The Holiday Switch(44)
“This is…wow.” I was fully resigned to use my laptop until it died or all the keys fell off. I know how much this costs. I can probably tell you how many hours it would take for me to earn enough to buy this laptop. “Are you sure?”
“What do you mean, are we sure?” Dad glances at Mom for a beat, then says, “We want you to have everything you need to succeed.”
Inside me is a balloon that’s been inflated, filled with gratitude and joy. But it’s also taut with uncertainty and guilt. My parents have sacrificed and worked hard to get back on their feet. For me to succeed.
But what does that really mean?
* * *
Christmas Day passes like a vivid dream, from the twins’ early wakeup just shy of 5:00 a.m. so that we can open gifts, through brunch and early dinner, which consists of the usual suspects: lumpia and pancit, fried chicken and ham, bibingka, and Filipino fruit salad. The house is turned upside down, the noise level rises and falls depending on who’s in charge of the playlist, and the fire is kept lit throughout the day.
It is glorious. And like every year, even those lean years, I am swept up in all of it. There’s no rush, no pressure to be anywhere. There is just relaxing, and lounging, and something I never do during the rest of the year: Napping.
I’m still in my footed pajamas, though I did wash my face and brush my teeth this morning, and I pulled my Ate card and demanded the chaise part of our L-shaped couch. I lie down on my side and watch Grant, who is playing with his army men on the ottoman in front of the fireplace. Without Graham, he’s much calmer, and watching him set up the little figures is like ASMR for the eyes.
I was just as methodical with my Legos when I was a kid. I imagined worlds and built them one brick at a time. Yes, I would build them according to the box’s instructions, but shortly after, I’d take it all apart and rebuild it anew. Sometimes I took parts from other sets to put together one new world.
That’s how I built my high school life. One class, one club, one interest, until something bigger materialized. But while it’s so easy to change your mind with Legos if you don’t like the structure, what happens if you simply want to change your mind about the future? At what point can I switch things up? Is there even such a thing?
My phone buzzes next to my face.
Teddy: Merry Christmas
I blink with heavy eyelids.
Lila: Merry Christmas
Teddy: I hate to say it but I miss you
I gasp, now wide awake.
Teddy: There’s no one nagging me about anything
I laugh, and Grant turns to me with a goofy grin. He’s holding up a figurine. Then I have an idea. “Grant, smile,” I prompt.

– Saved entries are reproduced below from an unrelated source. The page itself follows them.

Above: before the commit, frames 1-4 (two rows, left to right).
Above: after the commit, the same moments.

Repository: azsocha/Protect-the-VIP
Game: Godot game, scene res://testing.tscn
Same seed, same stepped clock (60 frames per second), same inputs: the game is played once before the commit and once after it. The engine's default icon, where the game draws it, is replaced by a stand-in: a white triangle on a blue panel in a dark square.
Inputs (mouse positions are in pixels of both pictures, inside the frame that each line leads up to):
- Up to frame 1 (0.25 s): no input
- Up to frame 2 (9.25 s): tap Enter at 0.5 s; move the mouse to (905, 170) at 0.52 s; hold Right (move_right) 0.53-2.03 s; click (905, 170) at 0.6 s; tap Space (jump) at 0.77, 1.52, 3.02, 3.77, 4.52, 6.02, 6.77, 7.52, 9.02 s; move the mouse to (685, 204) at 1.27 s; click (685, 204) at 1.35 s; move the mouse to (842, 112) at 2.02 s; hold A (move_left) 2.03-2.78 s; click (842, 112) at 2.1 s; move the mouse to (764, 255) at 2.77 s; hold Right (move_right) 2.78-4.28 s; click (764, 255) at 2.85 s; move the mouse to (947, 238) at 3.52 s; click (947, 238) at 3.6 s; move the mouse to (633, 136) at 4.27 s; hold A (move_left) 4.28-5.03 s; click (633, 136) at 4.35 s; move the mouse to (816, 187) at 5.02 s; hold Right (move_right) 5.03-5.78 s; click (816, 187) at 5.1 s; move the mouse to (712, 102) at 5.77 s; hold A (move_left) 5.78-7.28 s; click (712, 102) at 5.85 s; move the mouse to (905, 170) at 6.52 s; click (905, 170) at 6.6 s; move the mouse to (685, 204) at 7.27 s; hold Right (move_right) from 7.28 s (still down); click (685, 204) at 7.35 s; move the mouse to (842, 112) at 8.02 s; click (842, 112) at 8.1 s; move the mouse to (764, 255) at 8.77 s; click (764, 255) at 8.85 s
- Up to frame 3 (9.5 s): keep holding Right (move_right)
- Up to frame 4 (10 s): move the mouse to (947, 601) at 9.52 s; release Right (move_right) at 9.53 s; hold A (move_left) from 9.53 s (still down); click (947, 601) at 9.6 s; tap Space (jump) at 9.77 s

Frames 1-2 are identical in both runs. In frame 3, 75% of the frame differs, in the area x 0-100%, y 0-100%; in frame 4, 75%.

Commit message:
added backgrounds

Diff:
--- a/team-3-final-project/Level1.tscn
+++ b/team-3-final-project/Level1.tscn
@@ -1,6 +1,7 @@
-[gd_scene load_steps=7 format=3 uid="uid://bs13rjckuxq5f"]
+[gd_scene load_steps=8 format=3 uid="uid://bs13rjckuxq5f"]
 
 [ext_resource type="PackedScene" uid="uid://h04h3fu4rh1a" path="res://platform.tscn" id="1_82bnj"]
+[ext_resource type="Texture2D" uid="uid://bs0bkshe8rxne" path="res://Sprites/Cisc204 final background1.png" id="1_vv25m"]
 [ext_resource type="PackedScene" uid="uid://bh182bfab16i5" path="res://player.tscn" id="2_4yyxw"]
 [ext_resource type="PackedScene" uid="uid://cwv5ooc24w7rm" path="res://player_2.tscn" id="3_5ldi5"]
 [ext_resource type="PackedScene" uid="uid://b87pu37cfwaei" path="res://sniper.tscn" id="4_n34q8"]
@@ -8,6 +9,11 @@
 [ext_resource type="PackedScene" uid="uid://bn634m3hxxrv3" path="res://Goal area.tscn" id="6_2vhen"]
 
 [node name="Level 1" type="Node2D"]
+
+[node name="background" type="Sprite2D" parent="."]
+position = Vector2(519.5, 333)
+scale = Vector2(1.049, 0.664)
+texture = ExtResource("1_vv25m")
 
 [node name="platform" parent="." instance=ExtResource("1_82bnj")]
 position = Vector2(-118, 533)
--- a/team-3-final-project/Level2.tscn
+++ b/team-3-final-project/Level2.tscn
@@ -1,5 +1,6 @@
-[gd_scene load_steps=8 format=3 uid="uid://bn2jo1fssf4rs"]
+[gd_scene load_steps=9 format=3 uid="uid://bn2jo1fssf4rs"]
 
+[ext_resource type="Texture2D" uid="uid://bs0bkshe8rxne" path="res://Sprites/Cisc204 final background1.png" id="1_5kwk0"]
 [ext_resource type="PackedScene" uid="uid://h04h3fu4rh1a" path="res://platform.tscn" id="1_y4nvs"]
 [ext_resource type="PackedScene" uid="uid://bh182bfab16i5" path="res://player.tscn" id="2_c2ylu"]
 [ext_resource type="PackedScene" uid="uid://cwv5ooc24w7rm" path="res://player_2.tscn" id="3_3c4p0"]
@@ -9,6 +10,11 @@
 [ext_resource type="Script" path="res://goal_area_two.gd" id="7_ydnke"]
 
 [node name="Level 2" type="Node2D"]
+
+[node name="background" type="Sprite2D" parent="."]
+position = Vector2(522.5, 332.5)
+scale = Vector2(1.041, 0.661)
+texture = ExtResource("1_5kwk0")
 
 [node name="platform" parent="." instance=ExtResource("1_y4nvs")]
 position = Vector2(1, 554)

His smile grows wider, spanning from ear to ear. I snap a picture and send it to Teddy. This, I realize, is the first photo I’ve texted him, and my mind races. Was that a good move? Our conversations are always laced with a little sarcasm and right now, there’s no hint of it.
I’m confused about lots of things these days.
Teddy: Grant, right?
Lila: Yep
Teddy: Spiderman
He was the first up the wall
Lila: That’s right
At the birthday party, Teddy called Grant Spider-Man.

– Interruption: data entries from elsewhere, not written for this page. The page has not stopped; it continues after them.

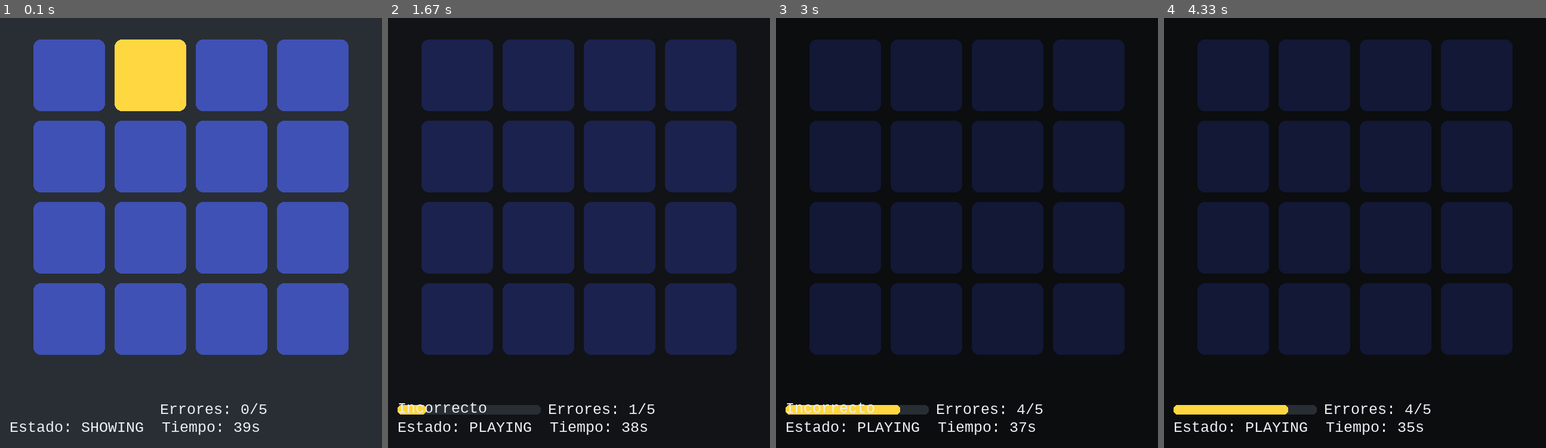
Above: before the commit, frames 1-4 (left to right).
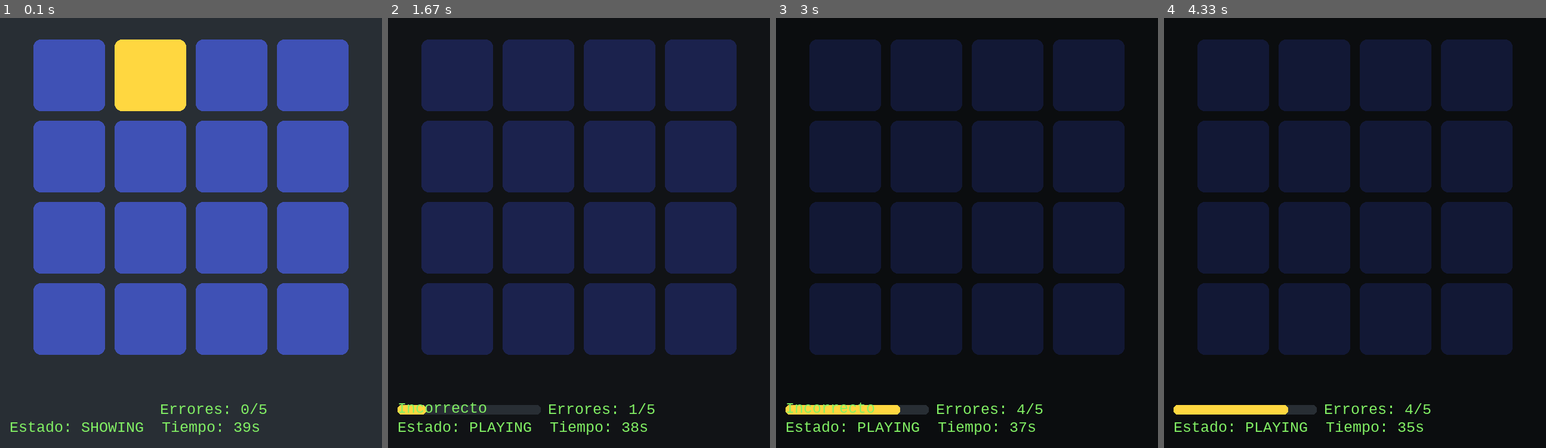
Above: after the commit, the same moments.

Repository: Testin33/Memory-Game-with-Pygame
Game: pygame game, started from main.py
Two runs of this game, one before a commit and one after it. Both use one fixed random seed, a clock stepped at 60 frames per second and the inputs below.
Inputs (mouse positions are in pixels of both pictures, inside the frame that each line leads up to):
- Up to frame 1 (0.1 s): no input
- Up to frame 2 (1.67 s): click (460, 168) at 1.38 s
- Up to frame 3 (3 s): click (1012, 271) at 1.72 s; click (974, 86) at 2.05 s; click (947, 344) at 2.38 s
- Up to frame 4 (4.33 s): click (1293, 91) at 3.22 s

The runs differ from the first frame. In frame 1, 0.7% of the frame differs, in the area x 2-70%, y 89-97%; in frame 2, 0.8%; in frame 3, 0.8%; in frame 4, 0.6%.

Commit message:
Change COLOR_TEXT to a new RGB value

Diff:
--- a/settings.py
+++ b/settings.py
@@ -21,7 +21,7 @@
 COLOR_GRID = (40, 46, 52)
 COLOR_TILE = (63, 81, 181)
 COLOR_TILE_HL = (255, 215, 64)
-COLOR_TEXT = (236, 239, 244)
+COLOR_TEXT = (130, 240, 100)
 
 # Derived
 BOARD_WIDTH = GRID_COLS * CELL_SIZE + (GRID_COLS + 1) * GRID_MARGIN

My phone buzzes with another text. It’s a picture of Teddy holding up a Spider-Man graphic novel.
A. Graphic. Novel. My heart flutters.
Teddy: Show it to Grant!
Lila: Are you reading that?
Teddy: Nah.
Just bought it to let it sit here on my dresser
Lila: Brat
“Grant.” I wave my brother over and show him the screen. “Look.”
“Whoa, that’s cool!” Grant gives me a thumbs-up. I take another pic of him and send it.
Teddy: My man!
Warmth fills my chest. I settle back into the chaise, texting on my side.
Lila: I have a sister too Irene
Lila: A freshman
Teddy: Three years apart Like my mom and Tita Lou
Do you both get along?
Lila: We’re sisters
It’s complicated
Teddy: I hear you
I feel the complication
Not sure how to handle the complication
I run from complication
Lila: Climb you mean?
Teddy: Touché
Lila: Your Tita Lou is pretty great
A text doesn’t follow; Teddy either got sidetracked or he doesn’t want to talk about it anymore. Which I understand completely. If the Velascos and Riveras are anything like my family, the need for privacy is paramount.
I heft myself off the couch and find myself alone. Grant must have wandered off in the middle of me texting, and the house is unusually silent. I make sure that the fireplace door is shut, grab a cup of apple cider, and then, as I’ve been taught by babysitting, wander through the house to locate all of my people.